Hey Great to hear this new, its about time.

Grats man


----------



## Kursah (Jul 14, 2007)

Thank you Multi-it! I'm just glad I am getting this guide spread around to those who want to display it to help others. Again, thank you for featuring this guide on your site!


----------



## theonetruewill (Jul 14, 2007)

Multi-it said:


> Hey Great to hear this new, its about time.
> 
> Grats man


----------



## Kursah (Jul 29, 2007)

Well I've been really busy, and just become a BF2142 addict with a few of my friends in town...so between 50-70+hr work weeks and that I've not had the time to update this guide. I have had a couple of suggestions, and to those I will do my best to add them when I do attain some free time. I've also noticed this guide/thread has hit 8,000+ views, which to me is AMAZING! I am glad this is helping so many, again I thank TPU and Multi-IT for hosting this thread as a guide, and to any whom may want to, please contact me and we will most likely be able to work out a deal (as long as you don't have a pride issue with posting copywrite to me and links to TPU). I did this for no profits, or benefits to myself, I wanted to help others, and so far have been fairly successful! I cannot thank the viewers, fellow TPU-ers, etc for all their help enough! So please keep the suggestions coming, and Ketxxx, if you read this post, it's been almost 3 months since the beginning of this thread...when you gonna have the time to add your great knowlege? (lol, had to give you a little bit of B.S., it's been a while! )

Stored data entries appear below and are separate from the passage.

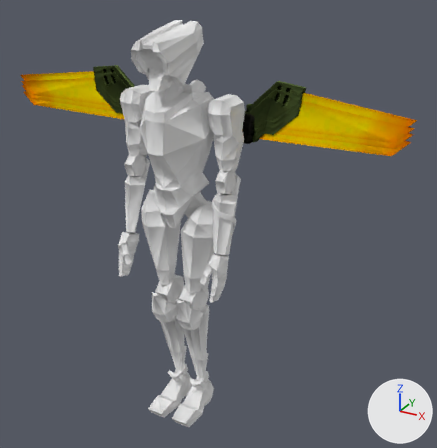
What one commit did to the Blender file assets/V3.blend.
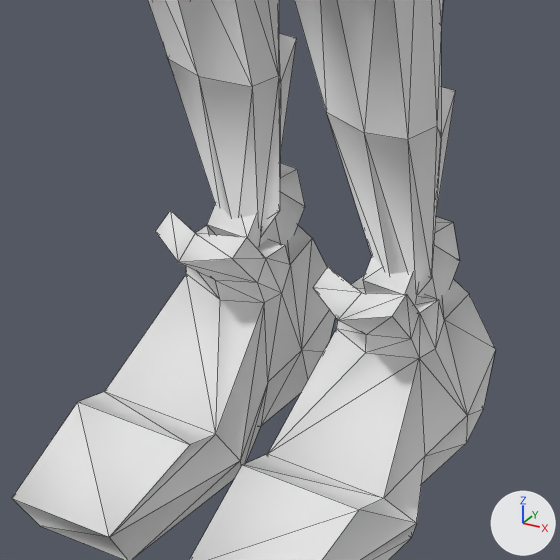
There are two pictures of each version: one whole from a camera (50 mm lens) standing at (1.156, -1.795, 1.796) and looking at (0.118, 0.092, 0.852), one close up on the part from 34% to 51% of the width and 76% to 93% of the height. The lights are fixed; the arrows at lower right show +X, +Y and +Z. The close-ups show mesh edges as thin lines.

Script lines for the objects in view, before the commit:
```python
me_v3 = bpy.data.meshes.new('V3')
me_v3.from_pydata(...)  # 1705 vertices, 2820 faces; spans x -0.81..0.81, y -0.17..0.17, z 0.0..1.6
# faces by material slot: [1668, 1152]
me_v3.materials.append(mat_v3_body)  # its picture is missing
me_v3.materials.append(mat_v3_wings)  # picture img_v3_wings_yellow_png
ob_v3 = bpy.data.objects.new('V3', me_v3)
ob_v3.location = (0.0, 0.0, 0.0)
```
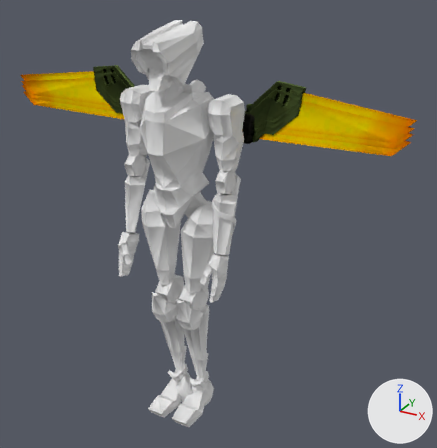
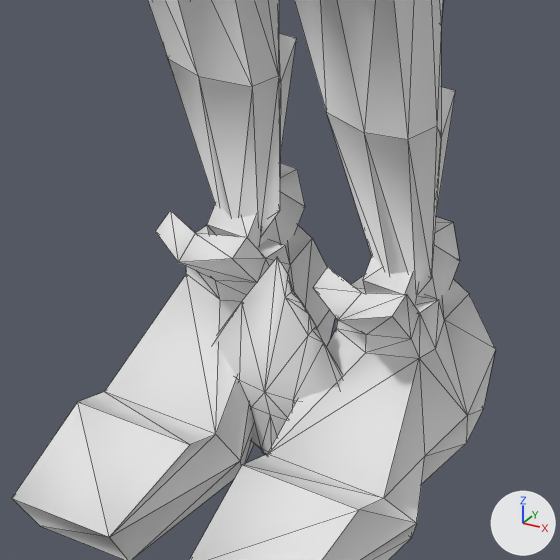
Commit message: add hook model

Where the change shows, as pixel boxes [x1, y1, x2, y2] in the close-ups (560 x 560 px):
'Hook', added: after [214, 257, 342, 455]

The change, as a diff of the scene's bpy script:
```diff
--- a/assets/V3.blend.py
+++ b/assets/V3.blend.py
@@ me_hook @@
+me_hook.from_pydata(...)  # 73 vertices, 142 faces; spans x -0.0514..0.0514, y -0.0173..0.0173, z -0.0021..0.1477
+me_hook.polygons.foreach_set('use_smooth', [True] * 142)
+me_hook.materials.append(mat_v3_body)  # its picture is missing
@@ ob_hook @@
+ob_hook = bpy.data.objects.new('Hook', me_hook)
+ob_hook.location = (0.0, 0.0, 0.0)
```

Again, I thank all the supporters of this thread, and I do hope that it will help many viewers from everywhere (that can read english, or decently interperet it) to attain the knowlege they need in order to treat their PC's better and accomplish more! Thanks again!

If you want to contact me, please E-mail me! Just make sure in the title you mention Overclocking is Easy!, that way I'll know exactly what the situation is! If on TPU, feel free to PM me!

TPU FTW!


----------



## Gepidae (Aug 7, 2007)

1st of all thanks for writing the guide, I found it very useful and I registered just so I can give my thanks and ask for some help  Im currently using :

IP-35 w/ e6550 l719a655. 
FSB: 451 (will NOT budge above this)
Ram: Crucial ballistix DDR2 800mhz. Im running 1:1 and with 451 fsb its running at ~900. I tried 5-5-5-15timings w/ 2.2 v
pci-e freq: 100 (like you said)
pci clock sync mode: Im not sure if diff manufactors name it differently but I cant see to find this option in my bios
vcore: 1.35 but I went as high as 1.47
cpu vtt: 1.2000 
ICH: 1.5, 1.55, 1.60
NB: 1.25 but went up to 1.53
cpu gtlref: I tried all 4 options 61.5 - 67
All extra power saving options were disabled except cpu temp
Multi set to 7x

Temps are 38 degrees on orthos 20 min blend test using speedfan and coretemp to measure 

The problem: I CANNOT go above 451 fsb. Does anyone have any suggestions and if anyone needs more specific specs please let me know


----------



## Kursah (Aug 8, 2007)

Gepidae said:


> 1st of all thanks for writing the guide, I found it very useful and I registered just so I can give my thanks and ask for some help  Im currently using :
> 
> IP-35 w/ e6550 l719a655.
> FSB: 451 (will NOT budge above this)
> ...




Thanks very much for your support! I am glad that you enjoyed this thread/article, and you will find TPU is an excellent source for information and help! Make sure your PCI is locked at 33.3, but by now it should've been a problem. What's the longest test you've ran Orthos? If you can pass 20 minutes at your current settings then try overnight. If you can pass overnight, then you should be very stable!

It seems you are doing very well so far, but I do not know a whole lot about tuning the P-35 chipset as I haven't had the experience with it as of yet. I'm still very content with my P965/e6300 setup. What's your MB/NB temps reading at? 1.53 isn't too bad as far as NB voltage and from what I've found, MB temps are generally NB temps, at least on the boards I've had experience with.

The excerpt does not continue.